# Not an Expat But US tax advice needed



## Kurdt_01 (Jan 23, 2017)

Hey everyone. I'll give you all the info I have at the moment. I'm very unsure as to whether I need to file a US tax return. 

I did some work in the USA in 2016. I was there for about 2 weeks in total. It was on a self employed basis (which I have been registered as for 8 years in the UK and paying Taxes on a self assessment basis) I was granted a Visa for this work and it was legal and above board. 

For this work, I invoiced my employer in the UK and was paid from his UK bank account into mine. Exactly the same process for every other invoice I have every submitted to anyone. 

So, whilst in the USA we applied for (and we granted) US SS numbers. However. I'm not sure if I need to file a US return. As far as I'm concerned I invoiced and was paid in the UK. In all the years I have worked all over the world I have never had to file taxes in another country. 

I would understand my employer filling a US return. He was paid from the US by various people and had US expenses that he has to claim back. But not myself. I would have thought that the income from that trip would just be declared in with my normal earnings. 

Any advice or links to any advice? we are going back to work in the USA later in the year so I wish for everything to be legal and above board. 

Thanks


Dave


----------



## Bevdeforges (Nov 16, 2007)

If you were only there for two weeks, I think it's probably safe to assume that you don't have any obligation to file a US tax return. Why did you apply for US SS numbers?
Cheers,
Bev


----------



## Kurdt_01 (Jan 23, 2017)

Because I was informed that I had to by my employer. I feel like he may have had his wired crossed a little. We wandered into the local Social Security office, flashed our visas, filled in a form and they were issued. 

He may have been told he had to file a US return due to his income and expenditure in the country but I can't see how it applies to me as I invoiced, and was paid in the UK, by a UK business. Like I say I'm just trying to make sure I'm doing the right thing here.

Dave


----------



## iota2014 (Jul 30, 2015)

Are you sure it's a Social Security number? Might it be an ITIN? 

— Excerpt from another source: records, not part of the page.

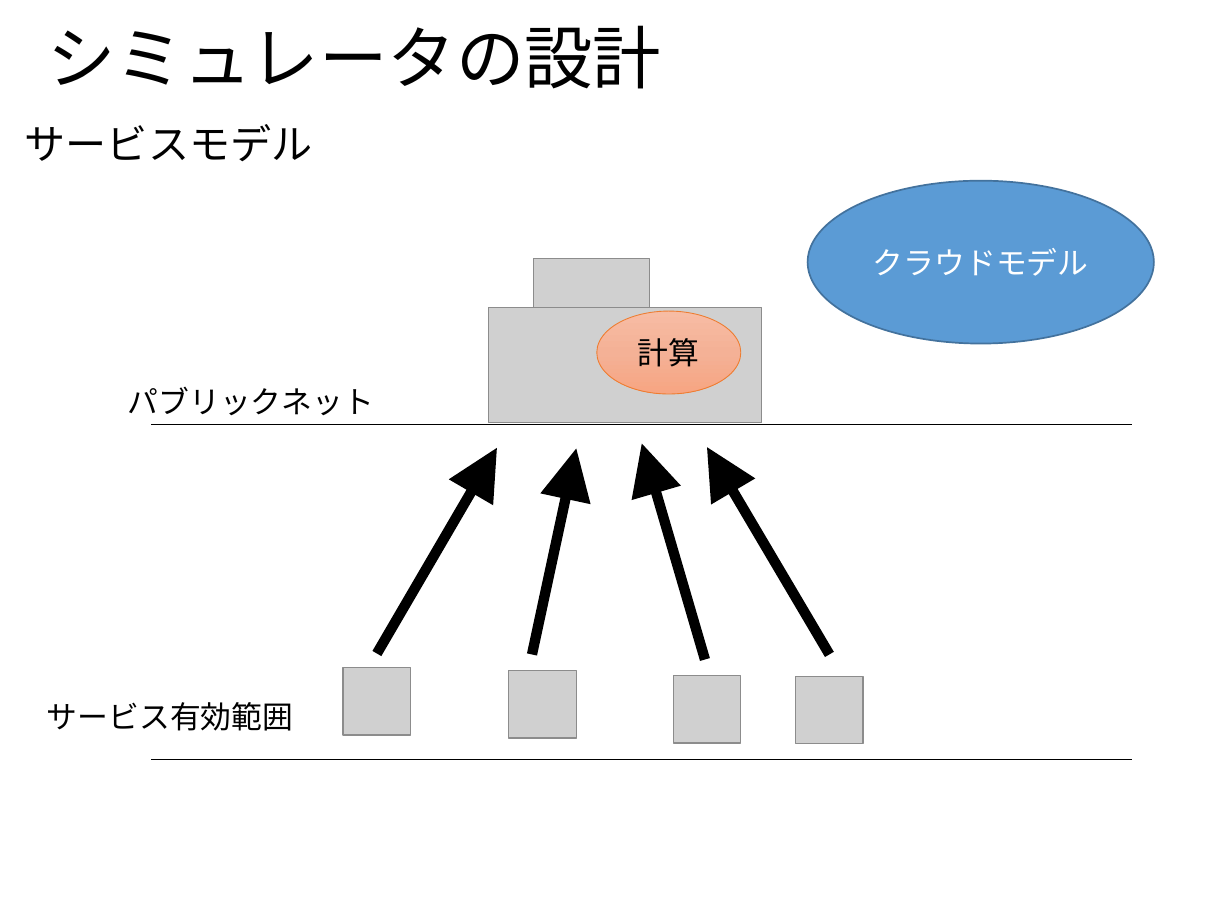
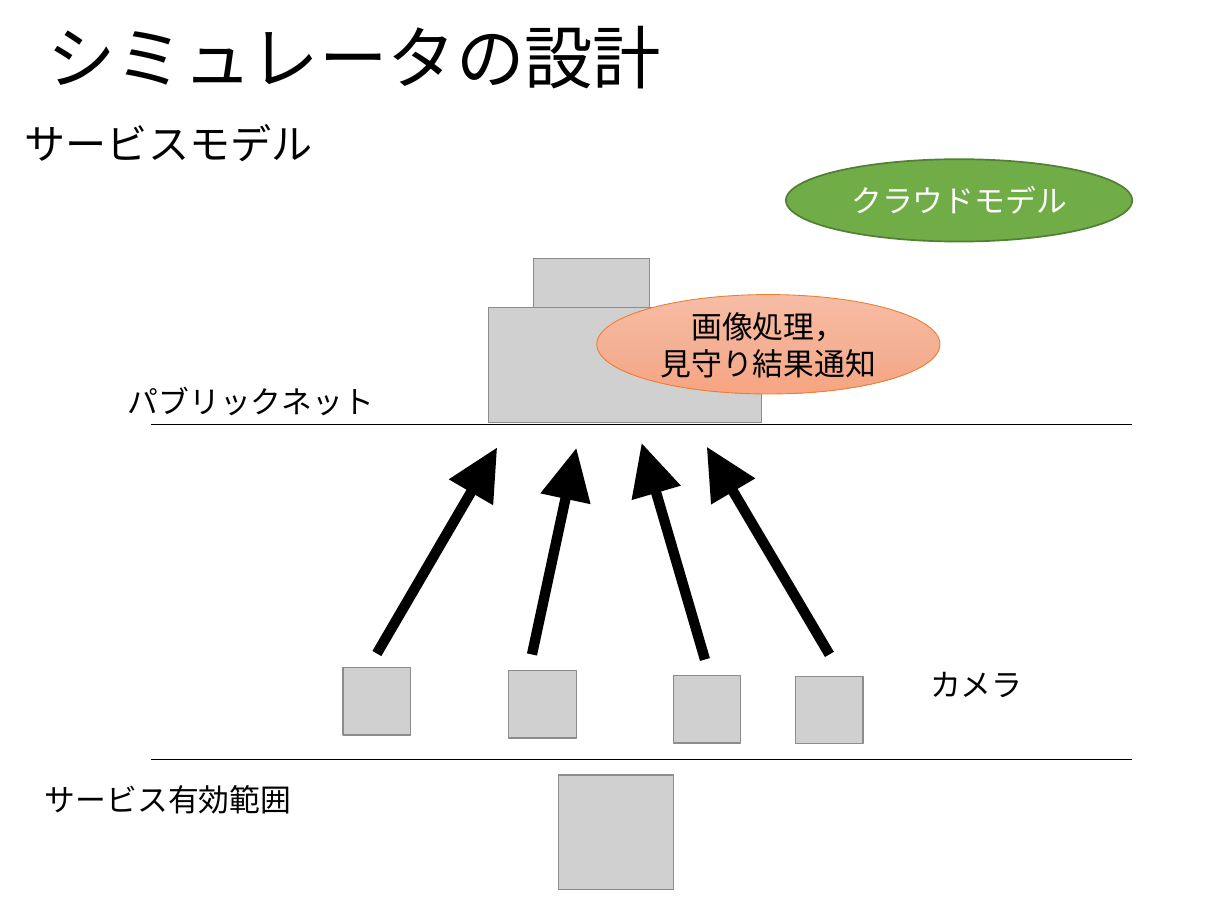
Before and after one commit to ao-megane/LplcOpenDataConverter, a slide deck: slide 21 of LplcOpenDataConverter/LplcOpenDataConverter/プレゼン/多地点カメラを用いた見守りサービスにおける第三者のプライバシデータ流出比の定量評価.pptx (slide 8 before the commit). Drawn at 1232x924 pixels with LibreOffice and Linux fonts; fonts in the diff are those of the drawing; grey boxes stand for pictures; background and template pictures are left out. Boxes give left, top, right and bottom in pixels: in the first picture for what was removed or moved away, otherwise in the second. Text is boxed around its words. In the diff, an @@ line names an element or a change of style, - is before the commit and + after.

```diff
--- a/LplcOpenDataConverter/LplcOpenDataConverter/プレゼン/多地点カメラを用いた見守りサービスにおける第三者のプライバシデータ流出比の定量評価.pptx
+++ b/LplcOpenDataConverter/LplcOpenDataConverter/プレゼン/多地点カメラを用いた見守りサービスにおける第三者のプライバシデータ流出比の定量評価.pptx
@@ ellipse "クラウドモデル": place and size @@
-ellipse "クラウドモデル" at [808,181,1154,344]
+ellipse "クラウドモデル" at [786,159,1132,241]
@@ ellipse "クラウドモデル" at [786,159,1132,241]: fill #5B9BD5 to #70AD47; outline #43739E 1 pt to #538035 1 pt @@
@@ ellipse "画像処理， 見守り結果通知": place and size @@
-ellipse "画像処理， 見守り結果通知" at [596,312,740,394]
+ellipse "画像処理， 見守り結果通知" at [596,294,940,394]
@@ text in ellipse at [661,312,877,383]: text changed @@
-計算
+画像処理，
+見守り結果通知
@@ text added at [930,671,1022,697], 18 pt, text #000000 @@
+カメラ
@@ text "サービス有効範囲": place and size @@
-text "サービス有効範囲" at [47,702,293,731]
+text "サービス有効範囲" at [45,785,291,814]
@@ picture added at [558,775,673,890] @@
```
Also in this commit, not shown: 18 other slides changed, 14 slides added, 2 other files.

https://www.irs.gov/individuals/international-taxpayers/taxpayer-identification-numbers-tin

Or, if it is indeed a SSN, did your employer perhaps ask you to get a Social Security number because s/he is a USP? or (if he is not a USP) because he was unaware of the US-UK Totalisation Agreement (https://www.ssa.gov/international/Agreement_Pamphlets/uk.html) and thought it would be necessary to pay US SS for the two weeks?

As for filing - bear in mind if you earned less than the year threshold for the two weeks work in the US, you wouldn't be required to file even if you otherwise should - if you see what I mean.


----------



## Kurdt_01 (Jan 23, 2017)

My employer is not a USP. we are all legal aliens for working and tax purposes. 

And yes, I earned under the threshold for the 2 weeks work. I'll just include the income on my UK tax return as normal. 

Thanks 

Dave


----------



## Bevdeforges (Nov 16, 2007)

iota is right - it's more likely an ITIN, which will simply expire in a couple of years anyhow. It is normally quite difficult to get a SSN as an adult. Takes lots of paperwork (including a US birth certificate, which I doubt you would have).

As long as your employer didn't withhold (deduct) any US FICA from your pay, you should be OK to just declare the income back at home and forget about it all.
Cheers,
Bev


----------